Who loves restrictions? Even they might provide some kind of speed-ups or ensures the simplicity of algorithms. I guess the answer will be, most of the 'reasonable' people. But I can't say that I am one of them when I want to get some fun so I'll go forward and try to bring backtracking to a 3rd party simple push-down stateful LL(1) python parser.

Disclaimer: this post is written with no actual intent of production-ready code, just an experiment about can we do or not as a fun project.

What is 'Backtracking'?

The simplest (but definitely not to most formal) way of I guess describing this concept is doing an analogy with database transitions and rollbacks. During a parse operation; when encountered with multiple transitions for a single token and the current state is suitable for moving forward on more than one transitions that the input produced, every alternative path is going to be represented as a transaction. When starting to process an alternative, we will save the current state and locals (like the input position, since we are going to eat tokens to determine if we are on the right path or not) and then if we fail, we'll rollback to the state we have saved. If we succeed, we'll move on.
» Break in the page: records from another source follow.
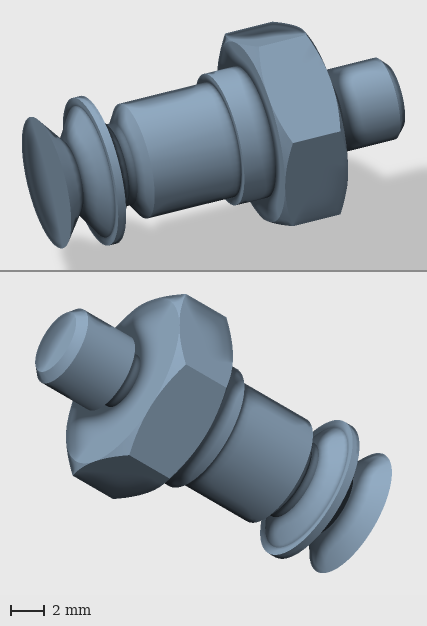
import cadquery as cq
import math

length = 22.0
lip_neck_y = 1.5
disc_start_y = 2.8
disc_end_y = 3.3
cone_end_y = 4.3
neck_end_y = 4.8
body_start_y = 5.5
collar_start_y = 11.0
hex_start_y = 13.0
hex_end_y = 17.0
stud_start_y = 18.0
stud_chamfer = 0.5

lip_diameter = 8.0
lip_neck_diameter = 4.38
bellows_cone_diameter = 8.0
disc_diameter = 9.0
neck_diameter = 5.0
body_diameter = 7.0
collar_diameter = 8.0
undercut_diameter = 3.5
stud_diameter = 5.0

across_flats = 11.0
across_corners = across_flats / math.cos(math.radians(30))
corner_chamfer_angle = 30.0


def revolve_about_y(radius_and_y):
    """Solid of revolution about Y from its outer (radius, y) outline."""
    first_y = radius_and_y[0][1]
    last_y = radius_and_y[-1][1]
    outline = [(0, first_y)] + radius_and_y + [(0, last_y)]
    return cq.Workplane("XY").polyline(outline).close().revolve(360, (0, 0), (0, 1))


def make_turned_body():
    """Bellows cup, body, collar, undercut and stud as one turned solid."""
    stud_radius = stud_diameter / 2
    return revolve_about_y([
        (lip_diameter / 2, 0),
        (lip_neck_diameter / 2, lip_neck_y),
        (bellows_cone_diameter / 2, disc_start_y),
        (disc_diameter / 2, disc_start_y),
        (disc_diameter / 2, disc_end_y),
        (bellows_cone_diameter / 2, disc_end_y),
        (neck_diameter / 2, cone_end_y),
        (neck_diameter / 2, neck_end_y),
        (body_diameter / 2, body_start_y),
        (body_diameter / 2, collar_start_y),
        (collar_diameter / 2, collar_start_y),
        (collar_diameter / 2, hex_start_y),
        (undercut_diameter / 2, hex_start_y),
        (undercut_diameter / 2, stud_start_y),
        (stud_radius, stud_start_y),
        (stud_radius, length - stud_chamfer),
        (stud_radius - stud_chamfer, length),
    ])


def make_hexagon():
    """Hexagon with corners up and down in Z, corners turned off at both ends."""
    prism = (
        cq.Workplane("XZ", origin=(0, hex_start_y, 0))
        .transformed(rotate=(0, 0, 90))
        .polygon(6, across_corners)
        .extrude(hex_start_y - hex_end_y)
    )
    face_radius = across_flats / 2
    corner_radius = across_corners / 2
    chamfer_depth = (corner_radius - face_radius) * math.tan(math.radians(corner_chamfer_angle))
    overshoot = 0.5
    envelope_radius = corner_radius + overshoot * (corner_radius - face_radius)
    envelope_depth = chamfer_depth * (1 + overshoot)
    envelope = revolve_about_y([
        (face_radius, hex_start_y),
        (envelope_radius, hex_start_y + envelope_depth),
        (envelope_radius, hex_end_y - envelope_depth),
        (face_radius, hex_end_y),
    ])
    return prism.intersect(envelope)


result = make_turned_body().union(make_hexagon())

Multiple States from a 'Single Token'

If you have worked with a language that the identifiers have the same form as other language structures, there is a concept of 'keywords'. Let's imagine the 'else' keyword, in theory, it suits the condition of a normal identifier and it would be possible for you to assign it, but for state machines that need to determine routes based on the tokens, instead of checking out the value of every different token, they use the value of only identifier tokens as different states on the transition table when it is reserved as a string on the grammar.

def token_to_transition(parser, token):
    if token in parser.reserved_strings:
        return token.value
    else:
        return token.type

But you might ask that there is still only one transition that is returned from that function even the input was a keyword, and that means there are no alternatives. You are right. With this kind of implementation, you can not use reserved strings (a.k.a keywords) on other occassions even where the type of token (NAME) suits. You can only use them at places where you specified as 'else' on the raw grammar. At least without 'soft keywords'.

Soft Keywords

Uhm, another different concept that got into our lives. I initially saw this one in a commit to CPython and seen the first real example of it when reading the PEP 622. It is a proposal about bringing a 'pattern matching statement' to the Python. Since introducing a new statement should be handled with a keyword, they choose to use 'match' and 'case'. But reserving another name during a new python version will break a lot of code, a lot. It will even break the use cases in the stdlib (e.g: re.match()), of course, that authors considered that too and they made these 2 keywords 'soft'. The keywords act like normal keywords on the contexts and on other occasions they act like a usual 'NAME' token. For doing that when there is some kind of ambiguity, they try all alternatives and backtrack. Let's draft a token_to_transition function with supporting 'soft' keywords. Now the 'token_to_transition' function will return either a 1-element tuple or a 2-element tuple depending on the code-path.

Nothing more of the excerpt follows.